I am proposing a theory of the logical form of an ethical proposition: the logical form of the proposition that x is right (where x is a particular action) is given by the proposition that the number of duties or values is maximized by x. Like Russell’s theory of descriptions, the analysans contains a quantifier, here ranging over duties or values, as well as the concept of maximization. It doesn’t take “right” as a logical primitive, and it doesn’t interpret “right” as we naturally would in “gratitude is right”. That use of “right” is not a quantified meta use but a first-order use. The difficulty comes (as Ross realized) with all-out moral judgments (not prima facie judgments); here we run into problems of interpretation and conflict. The skeptical solution is intended to rescue morality from the problems posed by its inherent plurality. Really, what other kind of solution could there be? If morality consisted in a single all-encompassing precept, wouldn’t we have discovered it long ago? Once we determined that the rule “Do what God commands!” is not sustainable, we knew we were in for a rough ride. Morality simply doesn’t have a nice unified shape, a common essence, a single magic formula. This is why we need a bit of mathematics to manage it. It’s like predicting the weather—complex, multifaceted, fallible.[2]

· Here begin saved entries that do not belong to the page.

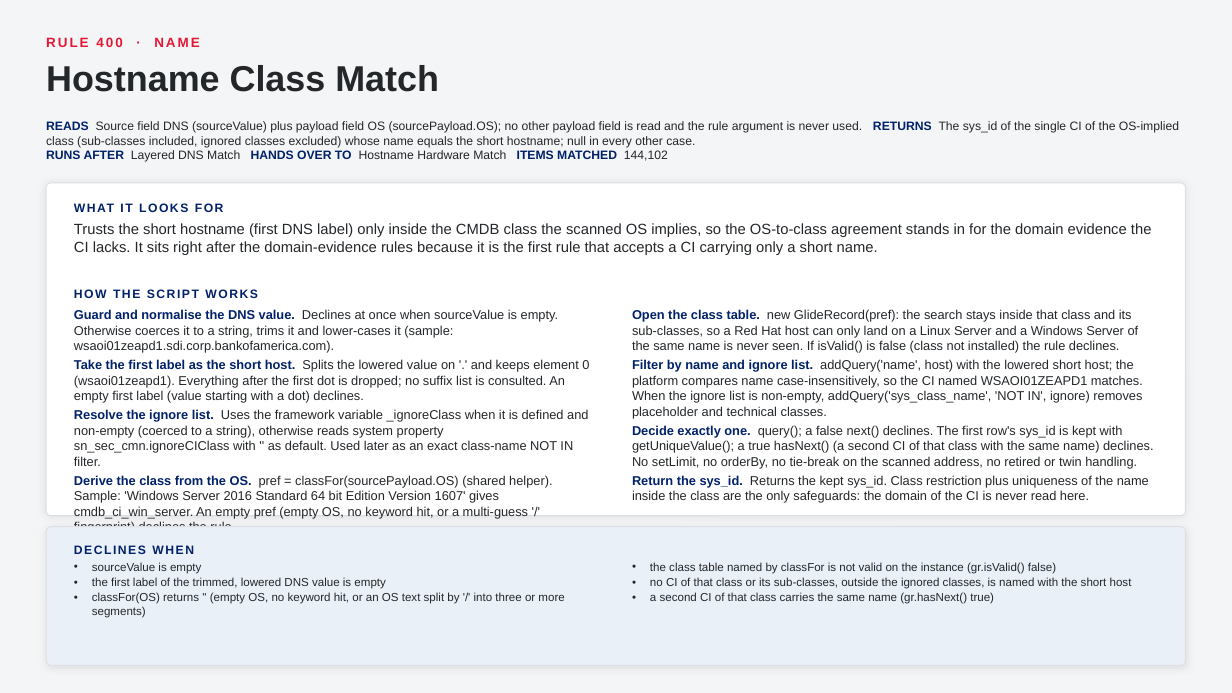
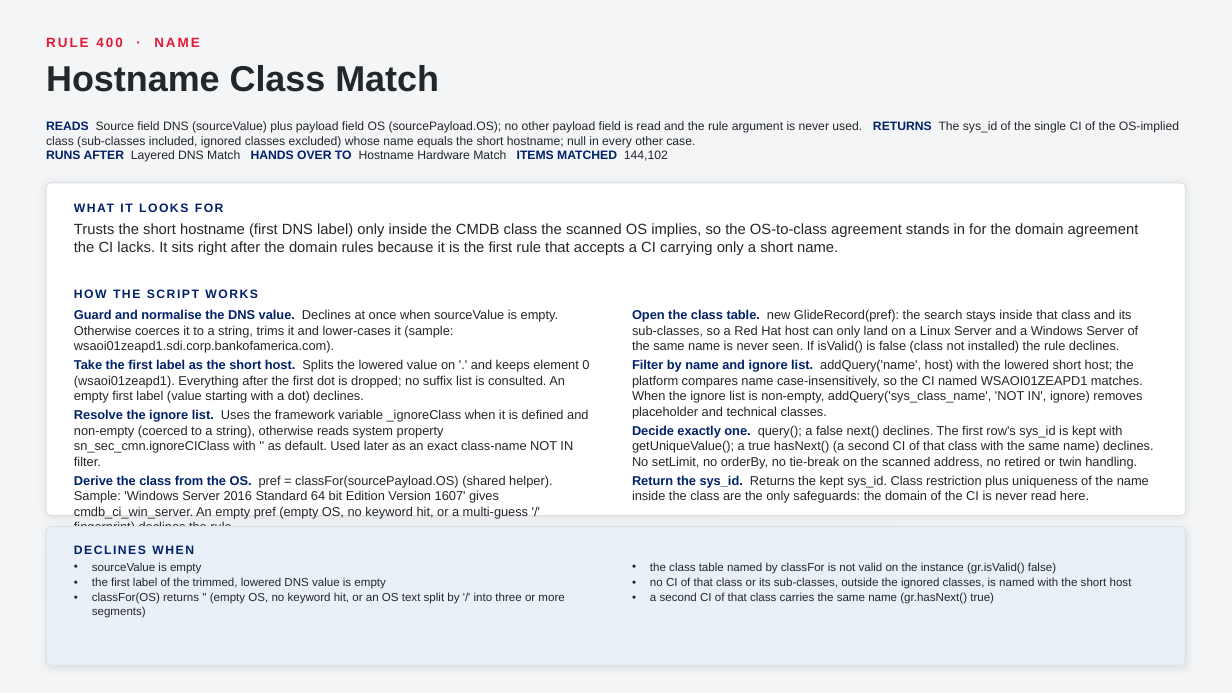
Before and after one commit to singhmihir/py, a slide deck: slide 37 of stories/qualys-ci-lookup-rules/Qualys CI Lookup Rules - CMDB Team Demo.pptx. Drawn at 1232x693 pixels with LibreOffice and Linux fonts; fonts in the diff are those of the drawing. Boxes give left, top, right and bottom in pixels: in the first picture for what was removed or moved away, otherwise in the second. Text is boxed around its words. In the diff, an @@ line names an element or a change of style, - is before the commit and + after.

```diff
--- a/stories/qualys-ci-lookup-rules/Qualys CI Lookup Rules - CMDB Team Demo.pptx
+++ b/stories/qualys-ci-lookup-rules/Qualys CI Lookup Rules - CMDB Team Demo.pptx
@@ text at box(74, 223, 1139, 255): text changed @@
-Trusts the short hostname (first DNS label) only inside the CMDB class the scanned OS implies, so the OS-to-class agreement stands in for the domain evidence the CI lacks. It sits right after the domain-evidence rules because it is the first rule that accepts a CI carrying only a short name.
+Trusts the short hostname (first DNS label) only inside the CMDB class the scanned OS implies, so the OS-to-class agreement stands in for the domain agreement the CI lacks. It sits right after the domain rules because it is the first rule that accepts a CI carrying only a short name.
```
Also in this commit, not shown: 13 other slides changed, 2 slides added, 5 other files.

[1] Is it true that all a priori thought is overtly or tacitly mathematical, while a posteriori thought is not? Logic is clearly mathematical (it can be used to formulate mathematics) and analytic propositions take the form of equations (the meaning of “vixen” is identical to the meaning of “female fox”). We count meanings by reference to such equations. And many philosophers have taken mathematical truths to be analytic. The exception would seem to be ethics, but if I am right ethics is quite mathematical in its own way. Certainly, mathematical certitude has been an ideal of moral reasoning. The senses, by contrast, are neither a priori nor mathematically ratiocinative.
[2] I have never been able to take moral anti-realism very seriously, but moral anti-coherentism troubles me: that is, the idea that it is not possible to make morality consistent. Duties so easily conflict; no simple rule is free of counterexample. We can’t even say it is wrong to lie without needing to append qualifications. The need for the “prima facie” operator is immediately disconcerting. The clash between consequentialism and deontology seems irremediable. It is just not a well thought out coherent body of doctrine, but a kind of ragbag of rules of thumb. One longs for some moral rigor. But I would not draw anti-realist conclusions from this.